Thursday, January 15, 2026

Dividends and Dopamine, that other D&D I play


 
I made the right choice to read The Molecule of More by Lieberman and Long last month, and the core idea is that almost all of our motivation comes from the neurotransmitter Dopamine. The book's idea is also useful, as I take some time to understand myself slightly better.

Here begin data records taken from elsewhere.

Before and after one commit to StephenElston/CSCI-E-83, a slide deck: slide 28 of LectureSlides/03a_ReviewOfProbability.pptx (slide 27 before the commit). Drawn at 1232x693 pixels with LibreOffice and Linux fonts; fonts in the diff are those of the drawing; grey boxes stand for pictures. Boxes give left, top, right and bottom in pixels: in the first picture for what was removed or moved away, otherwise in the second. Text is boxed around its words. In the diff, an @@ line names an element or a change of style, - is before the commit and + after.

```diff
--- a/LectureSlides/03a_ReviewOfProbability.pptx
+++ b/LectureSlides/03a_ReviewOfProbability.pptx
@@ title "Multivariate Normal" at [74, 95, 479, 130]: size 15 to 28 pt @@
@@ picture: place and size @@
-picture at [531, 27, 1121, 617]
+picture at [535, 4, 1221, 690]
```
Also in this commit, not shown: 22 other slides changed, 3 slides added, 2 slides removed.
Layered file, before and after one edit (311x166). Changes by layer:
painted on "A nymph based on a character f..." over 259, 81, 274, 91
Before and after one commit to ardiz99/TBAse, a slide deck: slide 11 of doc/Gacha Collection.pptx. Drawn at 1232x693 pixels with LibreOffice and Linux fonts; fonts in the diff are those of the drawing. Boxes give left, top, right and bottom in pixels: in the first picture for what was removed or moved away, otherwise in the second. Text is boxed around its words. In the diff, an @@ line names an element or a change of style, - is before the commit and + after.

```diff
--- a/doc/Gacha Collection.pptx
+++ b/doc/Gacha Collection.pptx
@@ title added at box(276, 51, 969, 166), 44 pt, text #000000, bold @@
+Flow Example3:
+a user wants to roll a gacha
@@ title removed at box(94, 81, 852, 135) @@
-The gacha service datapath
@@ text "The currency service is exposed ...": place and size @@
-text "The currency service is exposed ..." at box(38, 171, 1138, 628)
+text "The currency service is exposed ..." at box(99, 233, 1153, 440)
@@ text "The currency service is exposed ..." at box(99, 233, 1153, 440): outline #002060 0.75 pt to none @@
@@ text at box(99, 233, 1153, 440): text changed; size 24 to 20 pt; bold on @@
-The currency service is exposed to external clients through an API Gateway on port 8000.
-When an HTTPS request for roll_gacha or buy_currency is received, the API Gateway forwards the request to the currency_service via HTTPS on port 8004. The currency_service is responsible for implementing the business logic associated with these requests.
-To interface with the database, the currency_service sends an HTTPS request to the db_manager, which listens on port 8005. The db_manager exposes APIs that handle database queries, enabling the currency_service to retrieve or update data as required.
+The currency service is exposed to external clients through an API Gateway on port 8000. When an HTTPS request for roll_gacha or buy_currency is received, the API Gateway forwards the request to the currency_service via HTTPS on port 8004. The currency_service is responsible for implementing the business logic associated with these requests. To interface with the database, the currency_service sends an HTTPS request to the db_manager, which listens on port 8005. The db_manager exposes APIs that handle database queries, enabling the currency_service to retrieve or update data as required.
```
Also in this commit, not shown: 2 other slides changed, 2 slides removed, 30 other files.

After 5 decades, I've been noticing some of my own personality traits that are very different from those of others and from almost all my friends. I plan so far ahead and create so many contingencies that I don't really have the capability to enjoy the present. Otherwise, I can enjoy anticipating a nice soak at the Onsen at Kallang Wave, but often get impatient once I'm actually there, taking the dip in the hot pools. I can't seem to find an MBTI or Big5 explanation for this until I read this volume. The closest character I can find is a Warhammer 40,000 entity known as Kairos the Fateweaver, a Greater Daemon of Tzeentch (shown above).

According to the book, I have a dopaminergic personality, which makes me more susceptible to a dopamine rush and less affected by other neurotransmitters like serotonin and endorphins that help me enjoy the moment.

Of course, the next thing I had to do was to understand my obsession with building a dividend portfolio that would allow me to live on my dividends, way before more people would even consider retirement planning a bad idea, so here is a powerful table of neurotransmitters that activate when a dividend hits your bank account.


As it turns out, dividends trigger different neurotransmitters, so psychological benefits accrue to people beyond the dopaminergic personality, but it is the anticipatory dopamine that drives the behaviour: self-denial, delayed gratification, and the obsessive frugality that enables FIRE to succeed.

Of course, the rabbit hole goes deeper. Do dividends produce different neurotransmitters than capital gains? ChatGPT has the following answer :


Capital gains may create a different chemical cocktail in the brain, which may explain the stubbornness of dividend investors and why it's not as simple as telling them to sell parts of an ETF to generate synthetic income.

I will leave some disturbing ideas for readers.

Once we know which neurotransmitter needs to be active to generate a financial behaviour, some crazy technocrat can find a way to stimulate a population into consuming recklessly. Technically, the approved technique is via a marketing campaign, but cocaine can throw a person's dopamine into overdrive. 

What if we're becoming unsure as to whether someone is really pulling the strings on our financial behaviour?